Asset Managers Leverage End-Investor Data for Product Diversification Initiatives

November 11, 2021 — Boston

Using end-investor data to understand industry trends and demand for products and strategies can provide competitive advantage

New investment vehicle offerings (85%) and new active investment strategies (80%) are top-of-mind for product development efforts among asset managers. As plans and priorities shift beyond mutual fund, exchange-traded fund (ETF), and separate account wrappers, particularly for multi-asset-class and international/global asset classes, managers are looking to end-investor data to inform such initiatives, according to the latest Cerulli report, U.S. Product Development 2021: Aligning Product Development and Client Objectives.

According to the research, end-investor demographics and attributes influence a wide range of product development initiatives, with five different types of initiatives influenced by the data for at least 50% of firms. Managers plan to leverage this data for new investment vehicle offerings (85%), new active investment strategies (80%), choosing distribution partners (70%), and existing product marketing (60%). “Individual client data points, along with correlations among the data points, can lead to key findings that can inform product development decisions,” comments Matt Apkarian, senior analyst. “Monitoring these trends can help asset managers find opportunities with enough lead time to bring products to market that will benefit from shifts.”
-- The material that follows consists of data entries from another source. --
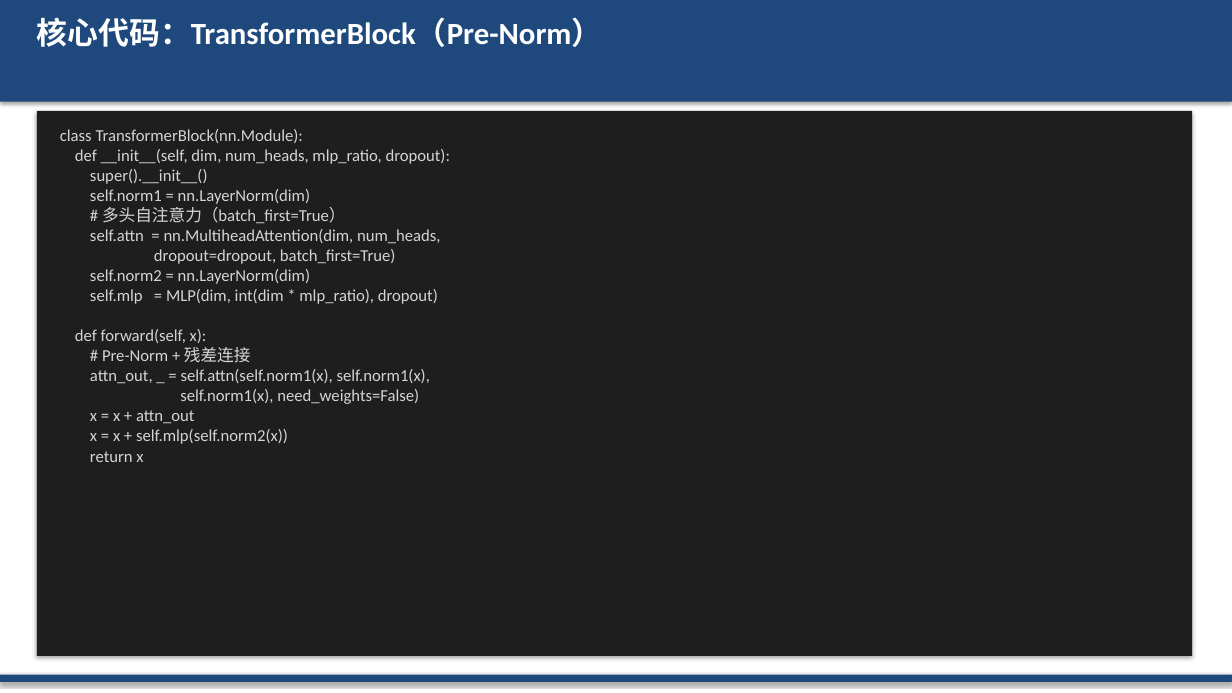
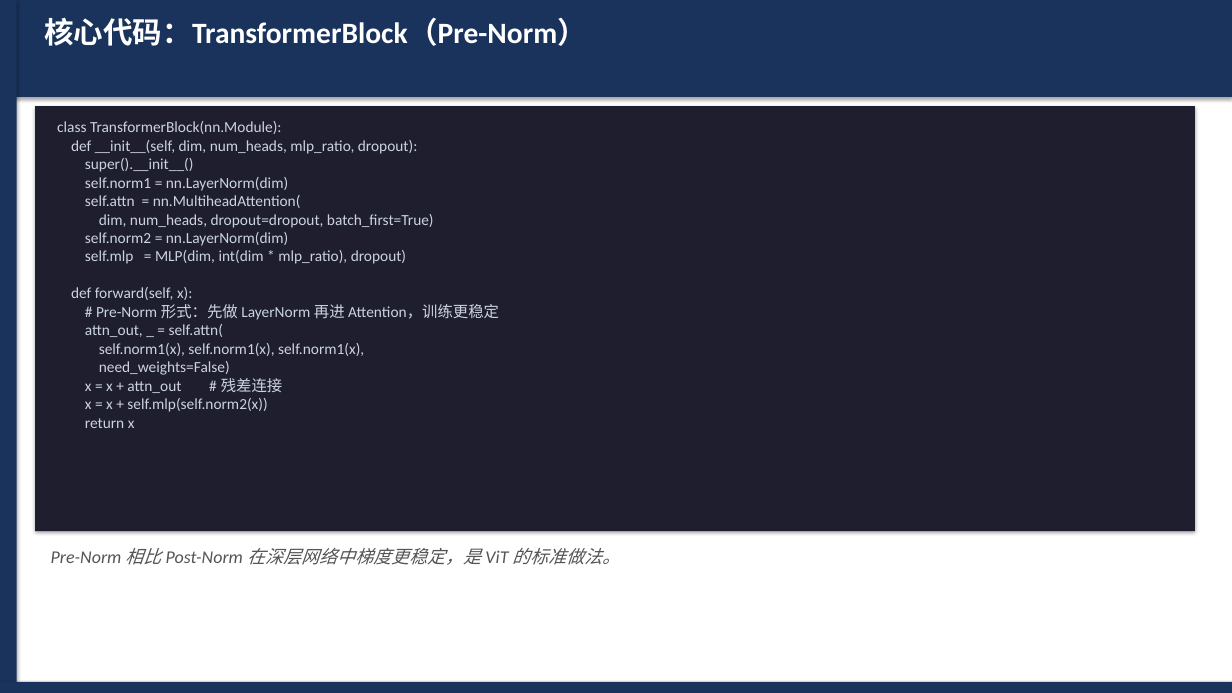
Before and after one commit to WevYang/deep_learning_task, a slide deck: slide 6 of reports/exp2_vit_cifar10.pptx. Drawn at 1232x693 pixels with LibreOffice and Linux fonts; fonts in the diff are those of the drawing. Boxes give left, top, right and bottom in pixels: in the first picture for what was removed or moved away, otherwise in the second. Text is boxed around its words. In the diff, an @@ line names an element or a change of style, - is before the commit and + after.

```diff
--- a/reports/exp2_vit_cifar10.pptx
+++ b/reports/exp2_vit_cifar10.pptx
@@ rectangle: place and size @@
-rectangle at box(0, 0, 1232, 102)
+rectangle at box(0, 0, 1232, 97)
@@ rectangle at box(0, 0, 1232, 97): fill #1F497D to #1A335C @@
@@ rectangle added at box(0, 0, 17, 693), fill #1A335C @@
@@ text "核心代码：TransformerBlock（Pre-Norm）": place and size @@
-text "核心代码：TransformerBlock（Pre-Norm）" at box(37, 17, 603, 47)
+text "核心代码：TransformerBlock（Pre-Norm）" at box(44, 17, 587, 46)
@@ text "核心代码：TransformerBlock（Pre-Norm）" at box(44, 17, 587, 46): size 24 to 23 pt @@
@@ rectangle: place and size @@
-rectangle at box(37, 111, 1192, 656)
+rectangle at box(35, 106, 1195, 531)
@@ rectangle at box(35, 106, 1195, 531): fill #1E1E1E to #1E1E2E @@
@@ text at box(57, 121, 499, 428): text changed; size 13 to 12 pt; text colour #D4D4D4 to #CBD3E3 @@
-class TransformerBlock(nn.Module):
-def __init__(self, dim, num_heads, mlp_ratio, dropout):
-super().__init__()
-self.norm1 = nn.LayerNorm(dim)
-# 多头自注意力（batch_first=True）
-self.attn = nn.MultiheadAttention(dim, num_heads,
-dropout=dropout, batch_first=True)
-self.norm2 = nn.LayerNorm(dim)
-self.mlp = MLP(dim, int(dim * mlp_ratio), dropout)
-def forward(self, x):
-# Pre-Norm + 残差连接
-attn_out, _ = self.attn(self.norm1(x), self.norm1(x),
-self.norm1(x), need_weights=False)
-x = x + attn_out
-x = x + self.mlp(self.norm2(x))
-return x
+class TransformerBlock(nn.Module):
+def __init__(self, dim, num_heads, mlp_ratio, dropout):
+super().__init__()
+self.norm1 = nn.LayerNorm(dim)
+self.attn = nn.MultiheadAttention(
+dim, num_heads, dropout=dropout, batch_first=True)
+self.norm2 = nn.LayerNorm(dim)
+self.mlp = MLP(dim, int(dim * mlp_ratio), dropout)
+def forward(self, x):
+# Pre-Norm 形式：先做 LayerNorm 再进 Attention，训练更稳定
+attn_out, _ = self.attn(
+self.norm1(x), self.norm1(x), self.norm1(x),
+need_weights=False)
+x = x + attn_out # 残差连接
+x = x + self.mlp(self.norm2(x))
+return x
@@ text added at box(51, 548, 621, 565), 14 pt, text #555555, italic @@
+Pre-Norm 相比 Post-Norm 在深层网络中梯度更稳定，是 ViT 的标准做法。
@@ rectangle at box(0, 682, 1232, 693): fill #1F497D to #1A335C @@
@@ rectangle: place and size @@
-rectangle at box(0, 675, 1232, 682)
+rectangle at box(0, 682, 1232, 693)
```
Also in this commit, not shown: 6 other slides changed, 1 slide added, 1 slide removed, 5 other files.

Driving the need for end-investor data is a focus on expanding and diversifying product to thematic funds, active investment strategies, and new vehicle structures. “New and unique ideas that fit into a client’s portfolio are more likely to succeed when supported by demographic shifts in the industry. Alignment of third-party resource data and data from a firm’s true investor base will help product organizations understand whether they can break into niche product areas and share classes,” states Apkarian.

The end-investor attributes that matter most to managers are risk objective (70%), advice orientation (48%), and wealth tier (43%). Given firms’ expansions of multi-asset-class offerings such as target-date and allocation products, analysis of risk objective data has a clear place in product development. “Model portfolios, which many product teams view as the future of asset management, rely on establishing suites of products that can accommodate the risk profile of any investor,” comments Apkarian. “Advice orientation in product development aligns with growing interest in model portfolios as financial advisors increasingly use them as part of their portfolio construction process,” he adds. The consideration of demographic information for both advisors and end-investors, especially as generational and gender wealth transfer occurs, is also critical. “Understanding how and when wealth is being transferred can protect firms from losing assets as they change hands,” says Apkarian.

The research suggests asset managers dedicate appropriate resources to understanding their end-investor and financial advisor client base. “Using various resources and methodologies to gather data and understand directional shifts in product use will give product organizations advantages when managing their existing and future product lines. Managers should consider the cost and value of data, considering the appropriate frequency of data needed and the accuracy of data collected,” concludes Apkarian.